I apologize in advance for taking so long to get this post out. I fear now that I’ve forgotten far too many interesting details. Too much occurred anyway for me to write it down while it was happening so I have to settle for a brief summary of the 10 days that we Shepards traveled around Japan together. Here they are.
Saturday June 13th
Luke and Nicole arrived at Narita airport. Leaving my host family’s house was the most unceremonial move I’ve had. And this is in a society that does ceremonies for everything. Uehara told me she wanted me out by 9:00 am. Bogus. So I got to the airport really early to wait for them. When Luke arrived I thought, “Yup, that’s an American.” Japanese people tend not to wear cargo shorts, tube socks, or baseball caps. They also don’t hug and aren’t boisterous. It was great. Having Luke and Nicole around was weird at first and it took me a while to get used to having them around. Luke began noticing all the things that fascinated me a year ago but are normal now. I liked leading them around, although we had a tough time finding the hotel.
Sunday June 14th
Our day in Shibuya, Harajuku, Yoyogi, and Shinjuku. We saw the Shibuya crossing, Harajuku girls, the observatory in Shinjuku, and Meijijingu shrine. Luke had studied the Yamanote line extensively. He said it was really cool to connect names to actual places.
We stayed in a capsule hotel in Gotanda. Nicole’s reaction when she saw the room was, “that’s nice, a whole bank of washers and dryers.” Sleeping in a tube was fun but a rather solitary experience.
Monday June 15th
We all woke up super early (4:45) to get to the Tsukiji fish market for a sushi breakfast and to observe the strange things they sell there. I’ve never felt more in the way in my life. They hate tourists there.
In the afternoon I trekked back out to the airport to collect Nora, Mom and Dad while Luke and Nicole got a massage. Everyone reunited at Tokyo station with hugs abound. Then we boarded a shinkansen (bullet train) for Osaka.
Tuesday June 16th
Another morning shinkansen to Hiroshima and a short tram ride completed the public trans for the day. We checked into the ryokan (Japanese B&B) and walked over to the Peace Park. The Peace Museum was not a fun experience but it was terribly interesting. My favorite part was all the models of the city. I was surprised however, how similar the pictures of post-bombing Hiroshima looked to post-bombing Tokyo.

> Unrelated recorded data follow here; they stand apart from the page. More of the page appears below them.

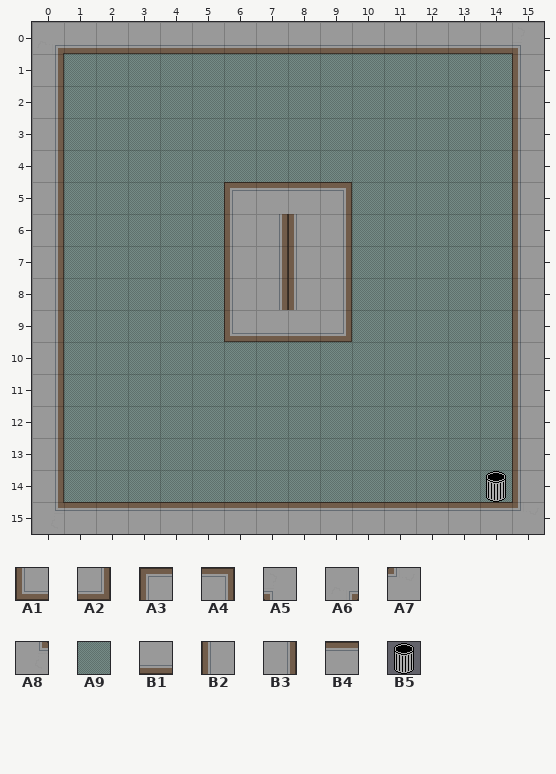
A Tiled map gets an edit: core/assets/Maps/Official Maps/morethanoneghost.tmx. Above is the file before it was changed.
Cells are 32x32 px. Shown: x 0..15, y 0..15.
Key: from "oltile": A1 4, A2 5, A3 6, A4 7, A5 12, A6 13, A7 14, A8 15, A9 16, B1 17, B2 18, B3 19, B4 20, B5 21.
__ is an empty cell, ## one hidden under a higher layer.
Layer "Tile Layer 2" before, first column x 0:
 0 ## ## ## ## ## ## ## ## ## ## ## ## ## ## ## ##
 1 ## A9 A9 A9 A9 A9 A9 A9 A9 A9 A9 A9 A9 A9 A9 ##
 2 ## A9 A9 A9 A9 A9 A9 A9 A9 A9 A9 A9 A9 A9 A9 ##
 3 ## A9 A9 A9 A9 A9 A9 A9 A9 A9 A9 A9 A9 A9 A9 ##
 4 ## A9 A9 A9 A9 A9 A9 A9 A9 A9 A9 A9 A9 A9 A9 ##
 5 ## A9 A9 A9 A9 A9 ## ## ## ## A9 A9 A9 A9 A9 ##
 6 ## A9 A9 A9 A9 A9 ## ## ## ## A9 A9 A9 A9 A9 ##
 7 ## A9 A9 A9 A9 A9 ## ## ## ## A9 A9 A9 A9 A9 ##
 8 ## A9 A9 A9 A9 A9 ## ## ## ## A9 A9 A9 A9 A9 ##
 9 ## A9 A9 A9 A9 A9 ## ## ## ## A9 A9 A9 A9 A9 ##
10 ## A9 A9 A9 A9 A9 A9 A9 A9 A9 A9 A9 A9 A9 A9 ##
11 ## A9 A9 A9 A9 A9 A9 A9 A9 A9 A9 A9 A9 A9 A9 ##
12 ## A9 A9 A9 A9 A9 A9 A9 A9 A9 A9 A9 A9 A9 A9 ##
13 ## A9 A9 A9 A9 A9 A9 A9 A9 A9 A9 A9 A9 A9 A9 ##
14 ## A9 A9 A9 A9 A9 A9 A9 A9 A9 A9 A9 A9 A9 A9 ##
15 ## ## ## ## ## ## ## ## ## ## ## ## ## ## ## ##
Layer "Tile Layer 1" before, first column x 0:
 0 A6 B1 B1 B1 B1 B1 B1 B1 B1 B1 B1 B1 B1 B1 B1 A5
 1 B3 __ __ __ __ __ __ __ __ __ __ __ __ __ __ B2
 2 B3 __ __ __ __ __ __ __ __ __ __ __ __ __ __ B2
 3 B3 __ __ __ __ __ __ __ __ __ __ __ __ __ __ B2
 4 B3 __ __ __ __ __ __ __ __ __ __ __ __ __ __ B2
 5 B3 __ __ __ __ __ A3 B4 B4 A4 __ __ __ __ __ B2
 6 B3 __ __ __ __ __ B2 B3 B2 B3 __ __ __ __ __ B2
 7 B3 __ __ __ __ __ B2 B3 B2 B3 __ __ __ __ __ B2
 8 B3 __ __ __ __ __ B2 B3 B2 B3 __ __ __ __ __ B2
 9 B3 __ __ __ __ __ A1 B1 B1 A2 __ __ __ __ __ B2
10 B3 __ __ __ __ __ __ __ __ __ __ __ __ __ __ B2
11 B3 __ __ __ __ __ __ __ __ __ __ __ __ __ __ B2
12 B3 __ __ __ __ __ __ __ __ __ __ __ __ __ __ B2
13 B3 __ __ __ __ __ __ __ __ __ __ __ __ __ __ B2
14 B3 __ __ __ __ __ __ __ __ __ __ __ __ __ B5 B2
15 A8 B4 B4 B4 B4 B4 B4 B4 B4 B4 B4 B4 B4 B4 B4 A7
Once edited:
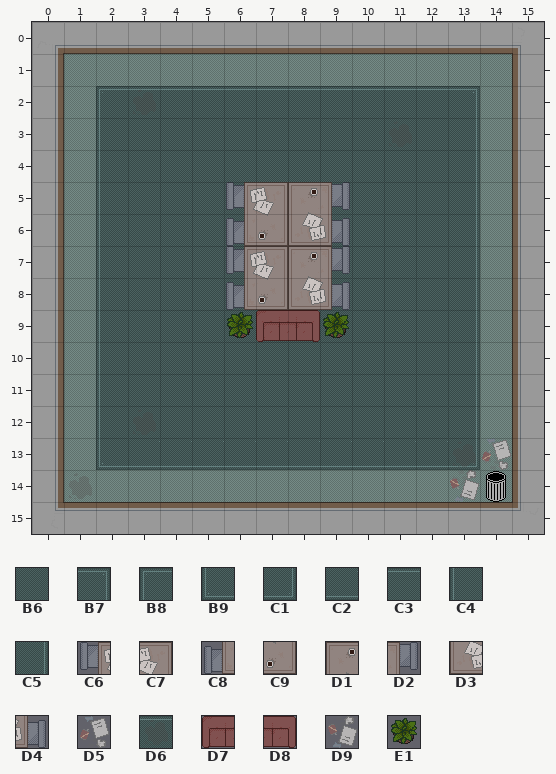
Further tiles: from "rugs": B6 0, B7 1, B8 2, B9 3, C1 4, C2 5, C3 6, C4 7, C5 8, C6 16, C7 17, C8 18, C9 19, D1 20, D2 21, D3 22, D4 23, D5 24, D6 25, D7 26, D8 27, D9 28, E1 30.
See-through tiles are keyed as they look on the map.
Changes in this commit:
Layer "Tile Layer 2":
The author put tile B6 in rows 5 to 8 at x 6 and 9; in row 9 at x 6 to 9.
Tile A9 becomes tile B6 in rows 3 to 4 at x 3 to 12; in rows 5 to 9 at x 3 to 5 and 10 to 12; in rows 10 to 12 at x 3 to 12.
Tile A9 becomes tile B7 in row 2 at x 13.
Tile A9 becomes tile B8 in row 2 at x 2.
Tile A9 becomes tile B9 in row 13 at x 2.
Tile A9 becomes tile C1 in row 13 at x 13.
Tile A9 becomes tile C2 in row 13 at x 3 to 12.
Tile A9 becomes tile C3 in row 2 at x 3 to 12.
Tile A9 becomes tile C4 in rows 3 to 12 at x 2.
Tile A9 becomes tile C5 in rows 3 to 12 at x 13.
Layer "Tile Layer 1":
Tile A3 becomes tile C6 in row 5 at x 6.
Tile B2 becomes tile C6 in row 7 at x 6.
Tile B3 becomes tile C7 in row 7 at x 7.
Tile B4 becomes tile C7 in row 5 at x 7.
Tile B2 becomes tile C8 in row 6 at x 6; in row 8 at x 6.
Tile B3 becomes tile C9 in row 6 at x 7; in row 8 at x 7.
Tile B2 becomes tile D1 in row 7 at x 8.
Tile B4 becomes tile D1 in row 5 at x 8.
Tile A4 becomes tile D2 in row 5 at x 9.
Tile B3 becomes tile D2 in row 7 at x 9.
Tile B2 becomes tile D3 in row 6 at x 8; in row 8 at x 8.
Tile B3 becomes tile D4 in row 6 at x 9; in row 8 at x 9.
The author put tile D5 in row 13 at x 14.
The author put tile D6 in row 2 at x 3; in row 3 at x 11; in row 12 at x 3; in row 13 at x 13.
Tile B1 becomes tile D7 in row 9 at x 7.
Tile B1 becomes tile D8 in row 9 at x 8.
The author put tile D9 in row 14 at x 13.
Tile A1 becomes tile E1 in row 9 at x 6.
Tile A2 becomes tile E1 in row 9 at x 9.
Pixel boxes of the changes (left, top, right, bottom) in both pictures:
changed: (96, 86, 511, 502)
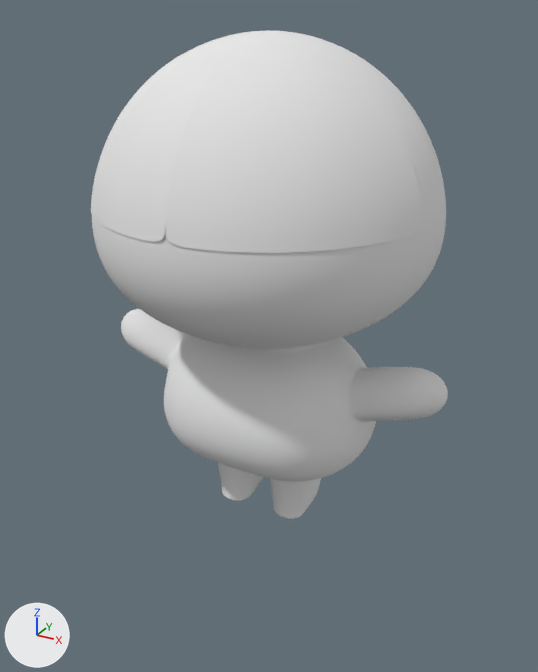
The Blender file Assets/3D Models/a_dude/TamagotchiJiggle5.blend: old version first, new version second.
Before and after are seen from a 50 mm camera at (2.75, -4.99, 4.1) aimed at (0.17, -0.3, 1.75). Lighting does not change. The marker at lower left points along +X, +Y and +Z.

The first picture shows 'Body'.
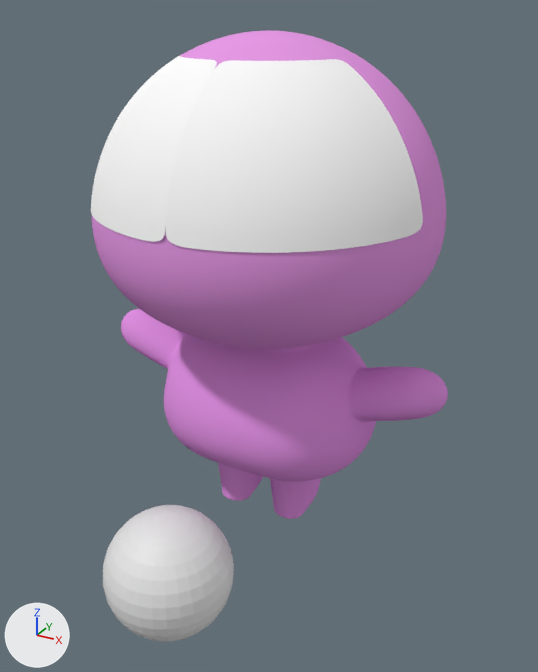
The edits, one by one:
Material 'Eye.L' (mat_eye_l) changes colour from white #e7e7e7 to white #ffffff; in linear values from (0.8, 0.8, 0.8) to (1.0, 0.997, 1.0).
Material 'Eye.R' (mat_eye_r) changes colour from white #e7e7e7 to white #ffffff; in linear values from (0.8, 0.8, 0.8) to (1.0, 1.0, 1.0).
Material 'Head' (mat_head) changes colour from white #e7e7e7 to pink #e79ae6; in linear values from (0.8, 0.8, 0.8) to (0.8, 0.322, 0.788).
Material 'Body' (mat_body) changes colour from white #e7e7e7 to pink #e694e7; in linear values from (0.8, 0.8, 0.8) to (0.789, 0.298, 0.8).
Mesh me_sphere_001 is new.
It is a UV sphere (32 segments, 16 rings, poles along z) spanning x -1.0..1.0, y -1.0..1.0, z -1.0..1.0.
Object 'Sphere' (ob_sphere) is new; it shows me_sphere_001.
Its location is (0.0, -1.529, 0.289).
Its scale is (0.481, 0.481, 0.481).

What differs and where, as boxes (x1, y1, x2, y2) in the pictures (538 x 672 px):
'Body', recoloured
    both: (91, 30, 448, 519)
'Sphere', added
    after: (103, 505, 234, 642)

After some ice cream and okonomiyaki it was time for a hot bath and bed.
Wednesday June 17th
Miyajima is an island just off of Hiroshima bay that has a very famous water-shrine. The shrine was beautiful and we were luckily enough to witness some sort of ceremony being preformed. I had really not a clue what was going on. Luke, Dad, and I decided to climb the mountain next to the shrine, which took a lot longer than we expected. I ended up running ahead (literally) to the top and then back down again to meet up with the girls on time.
From Miyajima we split into two groups and took a ferry, train, streetcar, and shinkansen out to Okayama prefecture. Mom and I shopped for yakisoba ingredients while everyone else grabbed the luggage from our hotel. From Okayama we took a local train to Yoshinaga station. This is the middle of Japanese nowhere and the girls next to us on the train gossiped quite loudly about what conceivable reason could bring us to Yoshinaga. They didn’t know I understood them.
The house here was a jewel of the trip. It was quite amazing, in the middle of the country and all to ourselves. Not exactly quite but very cool.
Thursday June 18th
Is it only Thursday? It felt like a week at this point. We woke up late (much to my father’s dismay) and hiked up a mountain. No one had much energy left. We crammed quite a lot in. So a short hike down and a little rest was due before we all got onto a bus for the station. Thirty minutes on the bus plus a thirty-minute train ride got us to Okayama station. From okayama station we took a shinkansen out to Kyoto.
Up until this point fantastic weather had been clinging to our backs but as we pulled into Kyoto it looked like our luck was changing. The bullet train cut through waves of water and the ancient capital of Japan looked more like Venice than a modern metropolis. This was the one step in the journey I hadn’t planned out so Luke, Dad, and I set out into the rain to find the hotel while the women waited behind. As we stepped out of the station, the most amazing thing happened; the rain stopped.
We round the ryokan after the host ran outside to fetch us, thank god for cell phones, and trekked back to the station to pick up the women. After settling into our tiny Japanese rooms everyone was feeling rather hungry for food and adventure. We set out into the humid Kyoto night looking for some fun nightspots. After being thoroughly disoriented I let Luke take over and he navigated the complicated bus system to get us to a restaurant neighborhood. We satiated ourselves with ramen and then walked some of the beautiful shrines at night.
Friday June 19th
For our only full day in Kyoto I decided to lead us to an area of the city I’d never seen before. It was the trinity of world heritage sites. We stared the day with Ginkaku-ji, the golden pavilion before walking over to Ryoan-ji, with its world famous rock garden. I fell asleep contemplating the meaning of those five rock groupings. We were all slightly disappointed by the rock garden. Ooo, look at the raked pebbles! I failed to see what was so special about that particular garden but I know that if I mentioned that to any native Kyotoian they would smirk slightly with a, “and that’s why you’ll never be Japanese” kind of look.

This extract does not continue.